The study comes, as Butler acknowledges, at a particularly depressing time for coral reefs worldwide, amid a worsening climate crisis. A succession of storm surges, cyclones and floods have turned Australia’s Great Barrier Reef into a “coral graveyard”; And about 54% of coral reef ocean waters worldwide have experienced heat stress high enough to cause bleaching, Noaa’s Reef Watch said last month.
In Florida, pillar coral has all but disappeared, and other species will struggle to recover without robust and diverse replanting programs from land-based nurseries, among other protective measures, she said. And lobsters, she says, can play at least a small role.

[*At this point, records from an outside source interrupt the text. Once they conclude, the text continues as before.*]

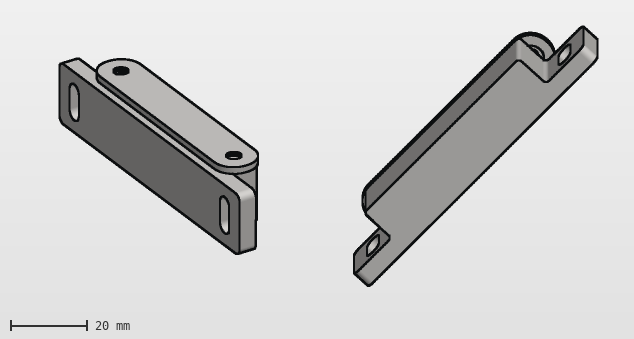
import cadquery as cq

flange_length = 87.0
flange_thickness = 5.05
flange_height = 18.0
flange_corner_radius = 2.0
slot_width = 4.4
slot_height = 10.7
slot_inset = 7.2

depth = 15.0
block_length = 58.6
block_edge_radius = 1.05

plate_length = 67.0
plate_width = 12.5
plate_thickness = 2.0
plate_corner_radius = 6.0
hole_diameter = 4.0
hole_spacing = 54.5
recess_diameter = 7.0
recess_depth = 1.4

slot_spacing = flange_length - 2 * slot_inset
block_depth = depth - flange_thickness


def make_flange():
    """Upright flange with rounded corners and two vertical mounting slots."""
    flange = (
        cq.Workplane("XY")
        .box(flange_length, flange_thickness, flange_height, centered=(True, False, False))
        .edges("|Y")
        .fillet(flange_corner_radius)
    )
    slots = (
        cq.Workplane("XZ", origin=(0, 0, flange_height / 2))
        .pushPoints([(-slot_spacing / 2, 0), (slot_spacing / 2, 0)])
        .slot2D(slot_height, slot_width, angle=90)
        .extrude(-flange_thickness)
    )
    return flange.cut(slots)


def make_block():
    """Block with rounded rear edges and concave fillets where it meets the flange."""
    half_length = block_length / 2
    radius = block_edge_radius
    block = (
        cq.Workplane("XY", origin=(0, flange_thickness, 0))
        .box(block_length, block_depth, flange_height, centered=(True, False, False))
        .edges("|Z and >Y")
        .fillet(radius)
    )
    for side in (-1, 1):
        end = side * half_length
        outer = end + side * radius
        root_fillet = (
            cq.Workplane("XY")
            .moveTo(end, flange_thickness)
            .lineTo(outer, flange_thickness)
            .radiusArc((end, flange_thickness + radius), side * radius)
            .close()
            .extrude(flange_height)
        )
        block = block.union(root_fillet)
    return block


def make_cover_plate():
    """Flat plate with large rounded corners and two holes that widen at the underside."""
    hole_points = [(-hole_spacing / 2, 0), (hole_spacing / 2, 0)]
    underside = cq.Workplane("XY", origin=(0, depth - plate_width / 2, flange_height))
    plate = (
        underside.box(plate_length, plate_width, plate_thickness, centered=(True, True, False))
        .edges("|Z")
        .fillet(plate_corner_radius)
    )
    holes = underside.pushPoints(hole_points).circle(hole_diameter / 2).extrude(plate_thickness)
    recesses = underside.pushPoints(hole_points).circle(recess_diameter / 2).extrude(recess_depth)
    return plate.cut(holes).cut(recesses)


bracket = make_flange().union(make_block())
cover_plate = make_cover_plate()

result = cq.Compound.makeCompound([bracket.val(), cover_plate.val()])

“Unfortunately, it doesn’t seem like a panacea. But if it’s applied in a thoughtful way, you could potentially use them alongside coral restoration because they eat things that are corallivores and things like that on the higher quality reefs,” she said.
“We don’t have pristine reefs in the Florida Keys, all of our reefs are degraded to some degree, so outplanting is taking place to increase the coverage of live coral of different species on the reefs. If the outplanting takes place on higher quality reefs, those spotted crawfish might be useful in keeping corallivores down.
Ultimately, Butler said, it will take an all-round effort to save the reefs.
“There’s a lot of smart people working on this, like looking at genetics and what types of genes result in greater resilience to things like bleaching and disease,” she said.
“So it takes some of that stuff, but also just a lot of willpower and hope. Some species will be more difficult to rehabilitate without the help of people. Corals can survive to some extent, but it has been a downward trend for a while.”